A retrospective database study published in Baylor University Medical Center Proceedings and covered by Rheumatology Live suggests that biologic selection in psoriasis may influence the long-term risk of developing psoriatic arthritis (PsA). Using the TriNetX network and propensity-matched cohorts of patients treated with 10 different immunomodulators, researchers found that IL-23 inhibitors—risankizumab, guselkumab, and ustekinumab—were consistently associated with a lower 3-year incidence of PsA compared with TNF-alpha and IL-17 inhibitors. Risankizumab showed the strongest protective association in multiple pairwise comparisons, with similar class-level trends favoring IL-23 inhibition across analyses. While the findings support a potential disease-modifying advantage for IL-23 agents, the authors caution that limitations of retrospective data, including residual confounding and lack of treatment duration information, prevent causal conclusions.
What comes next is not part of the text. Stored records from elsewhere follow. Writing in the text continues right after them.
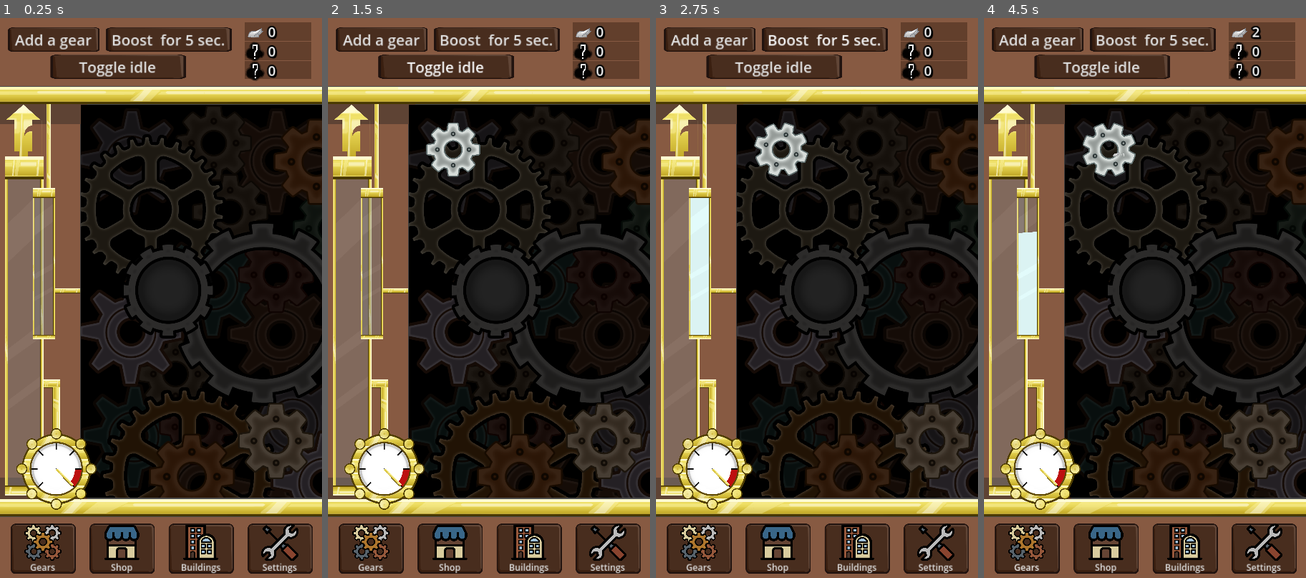
Above: before the commit, frames 1-4 (left to right).
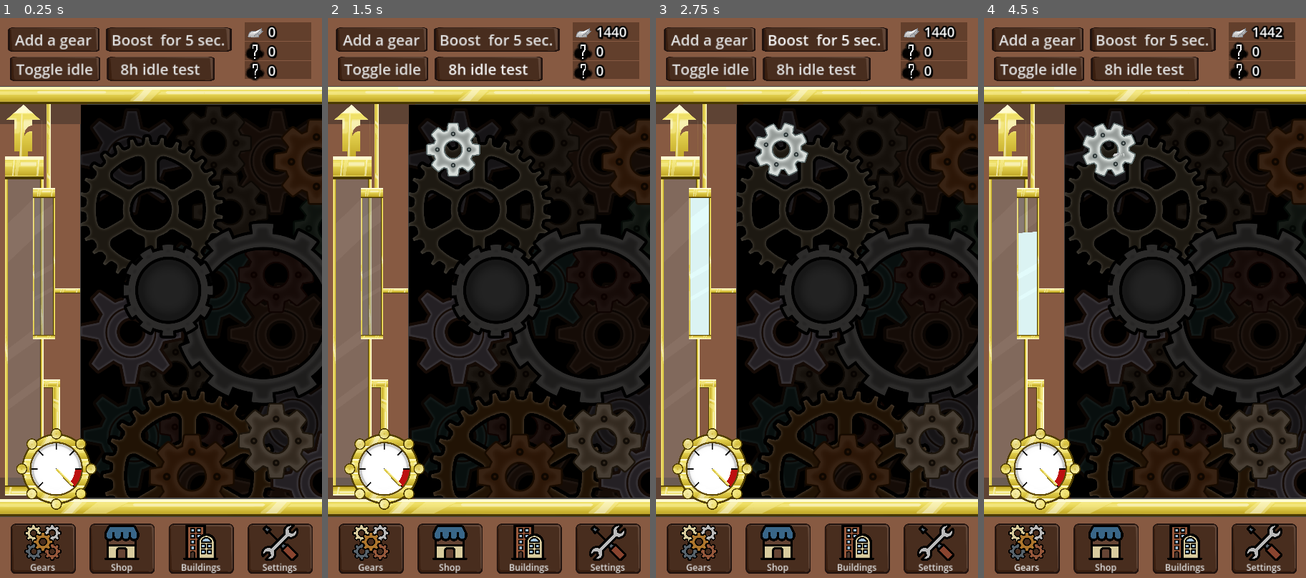
Above: after the commit, the same moments.

Repository: IIS-Mobile/PGiAnUP_zima_2024_stacjonarne_Catblast_Studio
Game: Godot game, scene res://scenes/main.tscn
The game is run twice, just before and just after one commit, with the same random seed, the same clock (stepped at 60 frames per second) and the same inputs.
Inputs (mouse positions are in pixels of both pictures, inside the frame that each line leads up to):
- Up to frame 1 (0.25 s): no input
- Up to frame 2 (1.5 s): click "Add a gear" at 0.5 s; click (489, 68) at 1.25 s, where only the run after the commit has a clickable "8h idle test"
- Up to frame 3 (2.75 s): click "Boost for 5 sec." at 2 s
- Up to frame 4 (4.5 s): click "Toggle idle" at 2.75 s; click (1183, 303) at 3.5 s; click "Gears" at 4.25 s

The runs differ from the first frame. In frame 1, 2.0% of the frame differs, in the area x 3-67%, y 6-12%; in frame 2, 2.2%, in the area x 3-94%, y 1-12%; in frame 3, 2.2%; in frame 4, 2.2%.

Commit message:
idle

Diff:
--- a/global.gd
+++ b/global.gd
@@ -1,6 +1,5 @@
 extends Node
 
-signal rotation_completed(index:int)
 signal tap_performed()
 signal release_steam()
 signal begin_idling(idling_time)
@@ -57,6 +56,20 @@
 	#return 1.0 / pow(2.0, i)
 	return 1.0 / (i + 1)
 
+#TODO: account for how long actually we can idle, numbers can get quite large, investigate accuracy
+func calc_idle_resources(secs: float):
+	var ticks = (secs * Engine.physics_ticks_per_second) as int
+	var phase_inc = speed_multiplier * IDLE_SPEED * IDLE_SPEED * ROTATION_ANGLE
+	for gear in range(0, count):
+		var rots = (phases[gear] + phase_inc * ticks * min(ratio_function(gear), 1.0)) / 360.0 as int
+		phases[gear] = fmod(phases[gear] + phase_inc * ticks * min(ratio_function(gear), 1.0), 360.0)
+		handle_rotation(gear, rots)
+
+func handle_rotation(index: int, rots: int):
+	var resource_name = resource_names[index / TIERS_AMOUNT]
+	var tier = index % TIERS_AMOUNT
+	resources[resource_name][tier] += rots
+
 func _physics_process(_delta: float) -> void:
 	if not count:
 		return
@@ -75,11 +88,13 @@
 			var rots = (phases[child.index] + phase_inc * min(ratio_function(child.index), 1.0)) / 360.0 as int
 			phases[child.index] = fmod(phases[child.index] + phase_inc * min(ratio_function(child.index), 1.0), 360.0)
 			child.get_node("Sprite").rotation_degrees = phases[child.index]
-			#TODO: display +rots instead of +1 rots times
-			for _r in range(0, rots):
+			if rots > 0:
+				handle_rotation(child.index, rots)
+				#TODO: display +rots instead of +1
 				child.handle_resource_popup()
-				#not sure if they are not stacking (replace signal with function?)
-				emit_signal("rotation_completed", child.index)
+				if child.index == 0:
+					get_node("/root/Node2D/UI/VBoxContainer/CurrentView/GearsView/ScrollContainer/GearContainer/Sound").play()
+
 
 func handle_idling(idling_time):
 	Global.idle = true
--- a/scenes/gear_container.gd
+++ b/scenes/gear_container.gd
@@ -1,7 +1,4 @@
 extends TextureButton
-
-func _ready() -> void:
-	Global.connect("rotation_completed", _on_rotation_completed)
 
 #TODO: delete
 func percent_to_pixels(percent: float) -> int:
@@ -24,11 +21,6 @@
 	$Gears.add_child(gear)
 	_on_resized()
 
-#TODO: move somewhere else?
-func _on_rotation_completed(index: int) -> void:
-	if not index:
-		$Sound.play()
-
 func _on_pressed() -> void:
 	if Global.count:
 		Global.tap_performed.emit()
--- a/scenes/main.gd
+++ b/scenes/main.gd
@@ -1,17 +1,7 @@
 extends Node2D
-
-
-func _ready() -> void:
-	Global.connect("rotation_completed", _on_gear_container_rotation_completed)
 
 func _on_gear_button_pressed() -> void:
 	$UI/VBoxContainer/CurrentView/GearsView/ScrollContainer/GearContainer.add_gear()
-
-func _on_gear_container_rotation_completed(index: int) -> void:
-
-	var resource_name = Global.resource_names[index / Global.TIERS_AMOUNT]
-	var tier = index % Global.TIERS_AMOUNT
-	Global.resources[resource_name][tier] += 1
 
 func _on_boost_button_pressed() -> void:
 	Global.buffer += 5 * Engine.physics_ticks_per_second * Global.SLOWDOWN_FACTOR
@@ -22,3 +12,6 @@
 		Global.begin_idling.emit(Global.IDLING_TIME)
 	else:
 		print("NIEEEE NIE MOZESZ JESZCZE IDLOWAC MUSISZ NAPOMPOWAC PARY DO KOMORY")
+
+func _on_test_idle_button_pressed() -> void:
+	Global.calc_idle_resources(8 * 3600)
--- a/scenes/main.tscn
+++ b/scenes/main.tscn
@@ -22,6 +22,7 @@
 script = ExtResource("2_4hckv")
 
 [node name="TierPopUp" type="Control" parent="UI"]
+visible = false
 z_index = 6
 layout_mode = 3
 anchor_right = 0.72
@@ -859,14 +860,28 @@
 anchors_preset = 4
 anchor_top = 0.5
 anchor_bottom = 0.5
-offset_left = 166.0
-offset_top = 18.075
-offset_right = 623.0
-offset_bottom = 101.075
+offset_left = 31.0
+offset_top = 24.925
+offset_right = 337.0
+offset_bottom = 107.925
 grow_vertical = 2
 theme = ExtResource("3_0qc7x")
 theme_override_font_sizes/font_size = 50
 text = "Toggle idle"
+
+[node name="TestIdleButton" type="Button" parent="UI/VBoxContainer/ColorRect"]
+layout_mode = 1
+anchors_preset = 4
+anchor_top = 0.5
+anchor_bottom = 0.5
+offset_left = 356.0
+offset_top = 25.075
+offset_right = 720.0
+offset_bottom = 108.075
+grow_vertical = 2
+theme = ExtResource("3_0qc7x")
+theme_override_font_sizes/font_size = 50
+text = "8h idle test"
 
 [node name="ResourceTop0" type="ColorRect" parent="UI/VBoxContainer/ColorRect"]
 layout_mode = 1
@@ -1097,3 +1112,4 @@
 [connection signal="pressed" from="UI/VBoxContainer/ColorRect/GearButton" to="." method="_on_gear_button_pressed"]
 [connection signal="pressed" from="UI/VBoxContainer/ColorRect/BoostButton" to="." method="_on_boost_button_pressed"]
 [connection signal="pressed" from="UI/VBoxContainer/ColorRect/IdleButton" to="." method="_on_idle_button_pressed"]
+[connection signal="pressed" from="UI/VBoxContainer/ColorRect/TestIdleButton" to="." method="_on_test_idle_button_pressed"]

A CDC report published in Morbidity and Mortality Weekly Report and covered by Infection Control Today highlights concerning declines in childhood vaccination coverage among children born in 2021–2022. The most significant drop was seen in influenza vaccination, which fell to 53.5% by age 24 months—the lowest level in over a decade—alongside smaller declines in hepatitis B birth dose, rotavirus, Hib, and pneumococcal vaccines. The report also underscores persistent disparities by race, ethnicity, geography, and insurance eligibility, with particularly low coverage among Vaccines for Children–eligible populations. Public health officials warn these trends increase the risk of vaccine-preventable outbreaks, especially amid rising measles cases, and emphasize the need for stronger provider recommendations, expanded access programs, and improved vaccine outreach efforts.
Two new studies highlighted by PharmExec suggest that response to GLP-1 therapies may be influenced by both genetics and weight-loss–independent cardiovascular effects. In a large 23andMe analysis of nearly 28,000 users, variants in GLP1R and GIPR were associated with small but measurable differences in weight loss and with higher rates of gastrointestinal side effects, particularly for tirzepatide. A second study in over 47,000 cardiovascular patients found that semaglutide’s reductions in mortality and major cardiovascular events were not directly tied to the amount of weight lost, raising the possibility of direct heart-related mechanisms. Together, the findings point toward more personalized GLP-1 use in the future, guided by genetic differences and distinct therapeutic goals beyond weight management.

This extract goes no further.